- WORK ITEM -
Could you work out how many lines in the material below hold the word "move"? Give only the number in reply.

[[ EXCERPTED DATA, beginning ]]

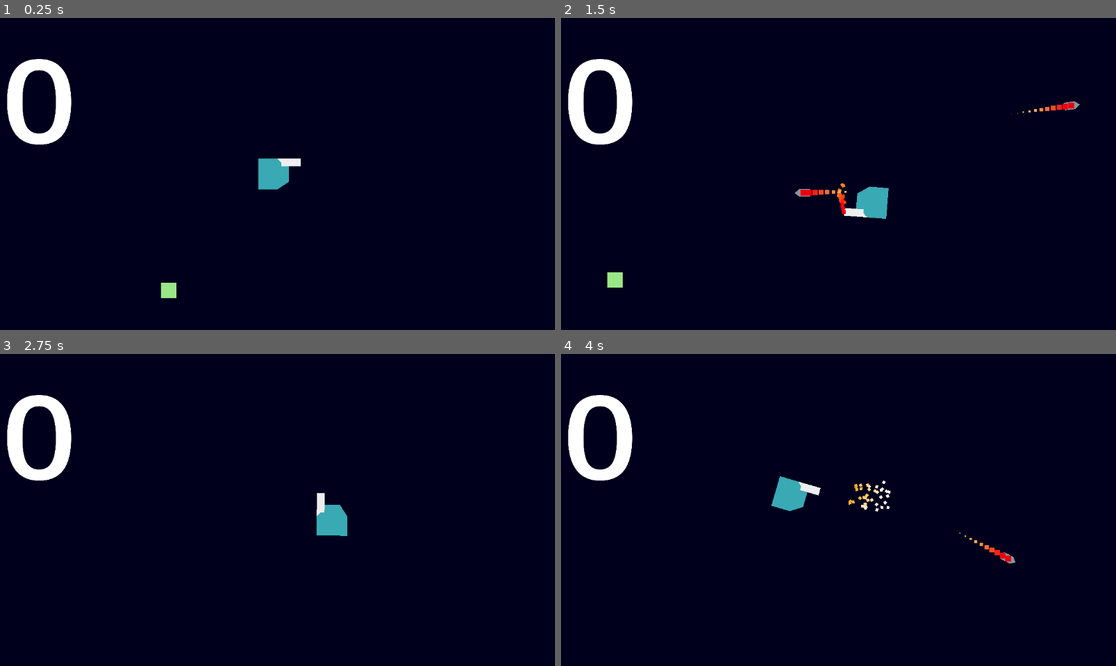
Above: before the commit, frames 1-4 (two rows, left to right).
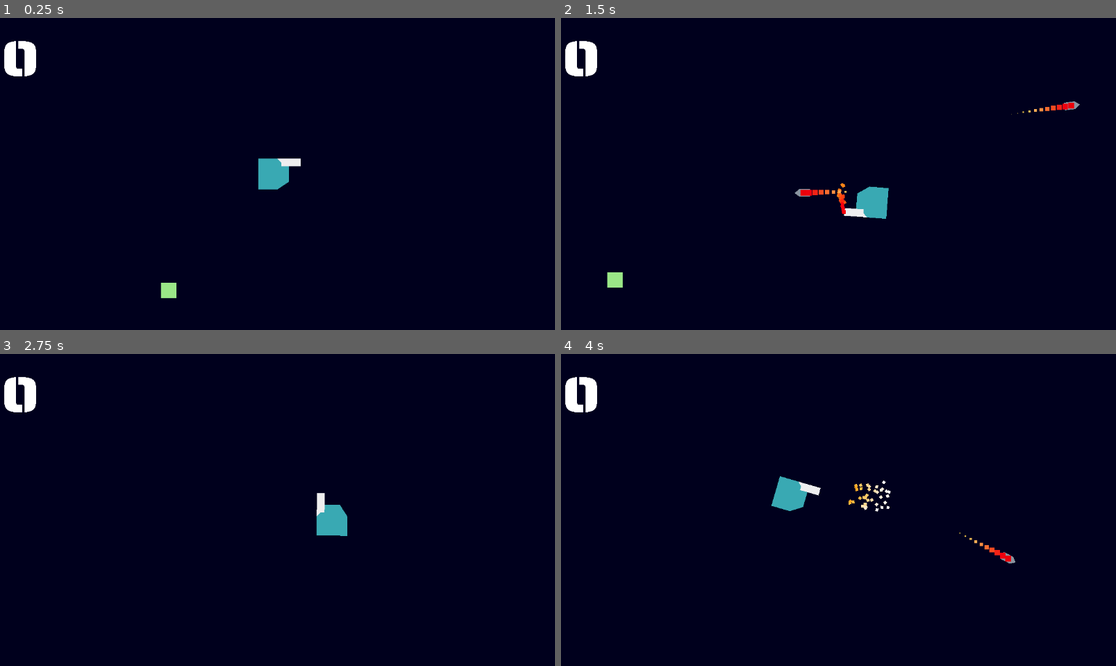
Above: after the commit, the same moments.

Repository: FredzyPythoner/L30HP
Game: Godot game, scene res://Scenes/Main.tscn
The game is run twice, just before and just after one commit, with the same random seed, the same clock (stepped at 60 frames per second) and the same inputs.
Inputs (mouse positions are in pixels of both pictures, inside the frame that each line leads up to):
- Up to frame 1 (0.25 s): no input
- Up to frame 2 (1.5 s): tap Enter at 0.5 s; move the mouse to (960, 158) at 0.52 s; hold D (move_right) 0.53-1.28 s; tap Space (fire) at 0.6, 1.35 s; move the mouse to (727, 189) at 1.27 s; hold S (move_down) from 1.28 s (still down)
- Up to frame 3 (2.75 s): move the mouse to (333, 441) at 2.02 s; release S (move_down) at 2.03 s; hold D (move_right) from 2.03 s (still down); tap Space (fire) at 2.1 s
- Up to frame 4 (4 s): move the mouse to (810, 572) at 2.77 s; release D (move_right) at 2.78 s; hold W (move_up) 2.78-3.53 s; tap Space (fire) at 2.85, 3.6 s; move the mouse to (1005, 556) at 3.52 s; hold A (move_left) from 3.53 s (still down)

The runs differ from the first frame. In frame 1, 1.9% of the frame differs, in the area x 0-13%, y 7-41%; in frame 2, 1.9%; in frame 3, 1.9%; in frame 4, 1.9%.

Commit message:
Text

Diff:
--- a/Scenes/Main.tscn
+++ b/Scenes/Main.tscn
@@ -20,8 +20,6 @@
 glow_blend_mode = 0
 
 [node name="Main" type="Node2D"]
-
-[node name="Node2D" parent="." instance=ExtResource("1_j3jhu")]
 
 [node name="ColorRect" type="ColorRect" parent="."]
 offset_right = 1176.0
@@ -54,3 +52,5 @@
 
 [node name="WorldEnvironment" type="WorldEnvironment" parent="."]
 environment = SubResource("Environment_qdq0q")
+
+[node name="Killcount" parent="." instance=ExtResource("1_j3jhu")]
--- a/Scenes/kill_count.tscn
+++ b/Scenes/kill_count.tscn
@@ -1,6 +1,11 @@
-[gd_scene load_steps=2 format=3 uid="uid://bm0bted0gw1i7"]
+[gd_scene load_steps=4 format=3 uid="uid://dvakpfq57ert1"]
 
+[ext_resource type="FontFile" uid="uid://biw8wnukt2uir" path="res://SairaStencilOne-Regular.ttf" id="1_hisys"]
 [ext_resource type="Script" path="res://Scenes/label.gd" id="1_xmuon"]
+
+[sub_resource type="LabelSettings" id="LabelSettings_rdadd"]
+font = ExtResource("1_hisys")
+font_size = 1000
 
 [node name="KillCount" type="Node2D"]
 position = Vector2(3, 2)
@@ -13,4 +18,5 @@
 size_flags_horizontal = 0
 theme_override_font_sizes/font_size = 1000
 text = "0"
+label_settings = SubResource("LabelSettings_rdadd")
 script = ExtResource("1_xmuon")
--- a/Scenes/kill_count_2.tscn
+++ b/Scenes/kill_count_2.tscn
@@ -1,9 +1,10 @@
 [gd_scene load_steps=2 format=3 uid="uid://dksbi625srbln"]
 
-[ext_resource type="PackedScene" path="res://Scenes/kill_count.tscn" id="1_0iyby"]
+[ext_resource type="PackedScene" uid="uid://dvakpfq57ert1" path="res://Scenes/kill_count.tscn" id="1_0iyby"]
 
 [node name="Killcount" type="Node2D"]
 
 [node name="CanvasLayer" type="CanvasLayer" parent="."]
 
 [node name="KillCount" parent="CanvasLayer" instance=ExtResource("1_0iyby")]
+scale = Vector2(0.2, 0.224)
Binary file added: SairaStencilOne-Regular.ttf
Not shown, added: SairaStencilOne-Regular.ttf.import

[[ EXCERPTED DATA, end ]]

- RESULT FOR THIS EXERCISE -
3